*Your task*: Wherever "each" occurs in the entries, copy the line that holds it.

____ Data

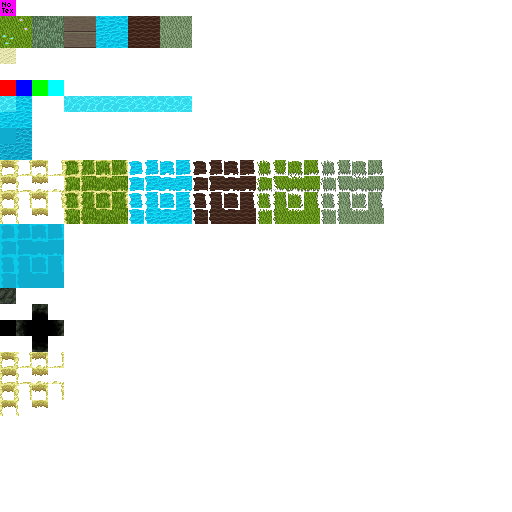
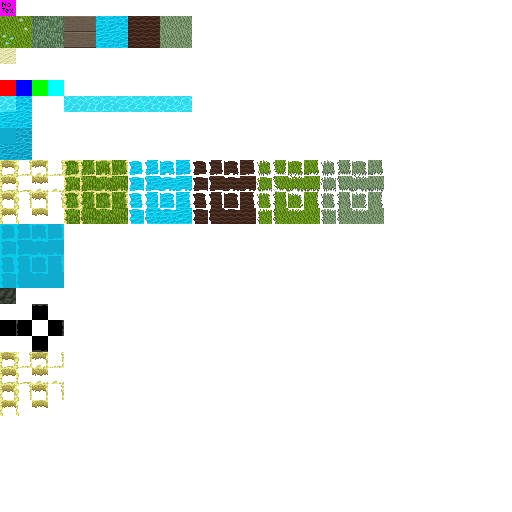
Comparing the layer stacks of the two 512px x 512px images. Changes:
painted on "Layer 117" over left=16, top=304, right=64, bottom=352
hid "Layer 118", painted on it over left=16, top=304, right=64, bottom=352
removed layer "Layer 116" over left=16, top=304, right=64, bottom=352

________
____ Data

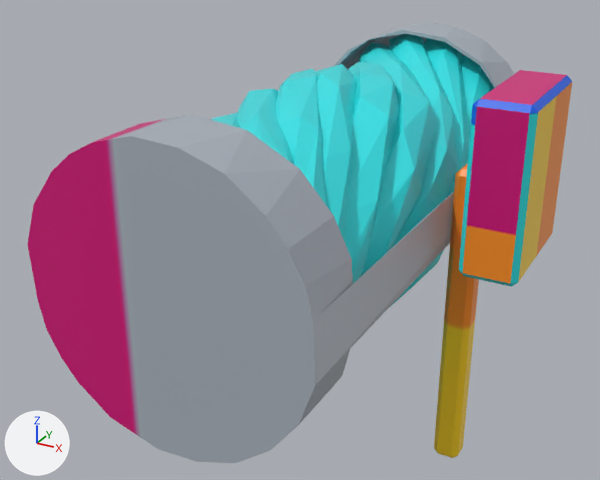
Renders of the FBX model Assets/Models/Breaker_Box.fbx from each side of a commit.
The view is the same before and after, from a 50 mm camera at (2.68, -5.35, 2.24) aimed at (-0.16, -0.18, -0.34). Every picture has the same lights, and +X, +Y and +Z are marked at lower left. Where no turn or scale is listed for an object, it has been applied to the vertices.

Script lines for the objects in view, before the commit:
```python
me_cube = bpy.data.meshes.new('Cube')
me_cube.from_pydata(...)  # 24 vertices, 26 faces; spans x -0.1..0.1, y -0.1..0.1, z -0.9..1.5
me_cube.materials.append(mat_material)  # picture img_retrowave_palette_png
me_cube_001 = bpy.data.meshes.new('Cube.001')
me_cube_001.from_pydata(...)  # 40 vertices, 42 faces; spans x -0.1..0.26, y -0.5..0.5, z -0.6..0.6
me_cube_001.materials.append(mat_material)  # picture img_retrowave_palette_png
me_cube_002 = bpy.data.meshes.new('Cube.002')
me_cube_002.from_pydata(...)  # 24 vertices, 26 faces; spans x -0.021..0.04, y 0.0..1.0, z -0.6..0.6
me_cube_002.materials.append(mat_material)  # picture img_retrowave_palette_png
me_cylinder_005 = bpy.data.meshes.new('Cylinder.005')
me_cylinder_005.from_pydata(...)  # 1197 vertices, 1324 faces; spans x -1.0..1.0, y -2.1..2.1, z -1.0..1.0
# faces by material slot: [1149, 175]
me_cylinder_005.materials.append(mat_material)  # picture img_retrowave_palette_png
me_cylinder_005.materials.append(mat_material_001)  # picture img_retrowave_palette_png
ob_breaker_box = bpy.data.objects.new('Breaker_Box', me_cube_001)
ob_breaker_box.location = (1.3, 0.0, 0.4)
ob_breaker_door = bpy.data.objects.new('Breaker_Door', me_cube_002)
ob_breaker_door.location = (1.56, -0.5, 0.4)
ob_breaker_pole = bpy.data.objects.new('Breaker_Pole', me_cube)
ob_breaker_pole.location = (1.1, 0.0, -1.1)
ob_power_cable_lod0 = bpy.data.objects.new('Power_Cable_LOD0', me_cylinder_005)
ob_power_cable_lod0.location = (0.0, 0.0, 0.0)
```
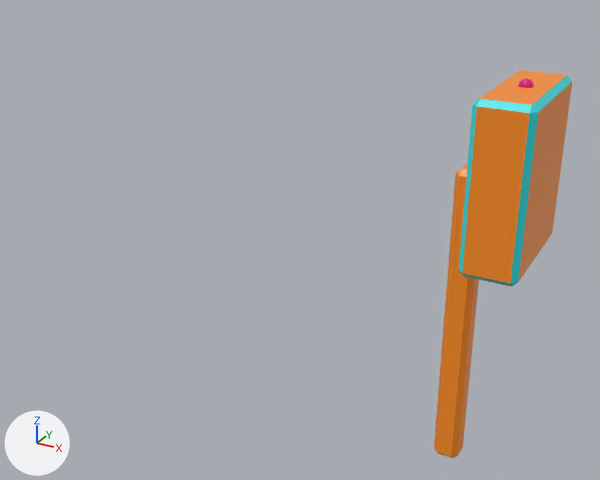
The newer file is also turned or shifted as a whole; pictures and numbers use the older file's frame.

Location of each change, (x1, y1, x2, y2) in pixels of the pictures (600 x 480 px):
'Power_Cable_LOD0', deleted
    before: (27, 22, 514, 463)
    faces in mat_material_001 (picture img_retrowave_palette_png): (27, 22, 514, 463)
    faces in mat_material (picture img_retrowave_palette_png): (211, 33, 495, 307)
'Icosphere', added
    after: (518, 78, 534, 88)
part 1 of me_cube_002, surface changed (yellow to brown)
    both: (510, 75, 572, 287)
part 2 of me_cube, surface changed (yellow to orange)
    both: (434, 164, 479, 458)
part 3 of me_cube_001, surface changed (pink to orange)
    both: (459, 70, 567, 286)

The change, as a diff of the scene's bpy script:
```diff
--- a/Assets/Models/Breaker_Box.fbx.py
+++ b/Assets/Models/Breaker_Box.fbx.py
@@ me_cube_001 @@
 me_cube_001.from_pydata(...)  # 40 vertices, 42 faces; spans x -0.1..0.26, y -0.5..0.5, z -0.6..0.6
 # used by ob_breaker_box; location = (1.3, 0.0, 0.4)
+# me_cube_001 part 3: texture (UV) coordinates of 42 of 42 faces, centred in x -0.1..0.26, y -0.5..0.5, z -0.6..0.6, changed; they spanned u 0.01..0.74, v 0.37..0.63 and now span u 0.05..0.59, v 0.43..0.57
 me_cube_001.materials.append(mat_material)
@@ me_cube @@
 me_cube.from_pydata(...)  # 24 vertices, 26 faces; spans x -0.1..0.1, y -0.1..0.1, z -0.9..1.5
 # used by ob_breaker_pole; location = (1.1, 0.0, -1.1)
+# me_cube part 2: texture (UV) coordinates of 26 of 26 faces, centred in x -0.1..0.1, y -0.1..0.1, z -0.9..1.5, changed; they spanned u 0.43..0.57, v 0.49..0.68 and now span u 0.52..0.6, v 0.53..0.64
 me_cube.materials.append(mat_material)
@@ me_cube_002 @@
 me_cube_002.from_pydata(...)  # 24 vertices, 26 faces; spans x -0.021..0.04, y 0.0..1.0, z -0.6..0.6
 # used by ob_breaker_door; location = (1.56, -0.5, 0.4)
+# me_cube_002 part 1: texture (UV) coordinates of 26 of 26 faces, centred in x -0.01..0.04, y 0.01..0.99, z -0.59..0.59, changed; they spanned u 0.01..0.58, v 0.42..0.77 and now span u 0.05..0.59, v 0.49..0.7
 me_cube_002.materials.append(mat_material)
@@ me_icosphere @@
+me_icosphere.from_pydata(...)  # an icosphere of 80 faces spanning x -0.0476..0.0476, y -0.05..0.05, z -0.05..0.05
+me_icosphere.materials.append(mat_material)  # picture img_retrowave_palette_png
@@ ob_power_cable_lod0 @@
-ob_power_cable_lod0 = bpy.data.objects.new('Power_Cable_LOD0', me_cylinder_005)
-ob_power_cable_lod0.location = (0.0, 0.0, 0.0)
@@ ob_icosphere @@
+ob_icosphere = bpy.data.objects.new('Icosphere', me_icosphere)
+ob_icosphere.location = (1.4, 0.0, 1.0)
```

________

*Answer to the exercise*:
Renders of the FBX model Assets/Models/Breaker_Box.fbx from each side of a commit.
Location of each change, (x1, y1, x2, y2) in pixels of the pictures (600 x 480 px):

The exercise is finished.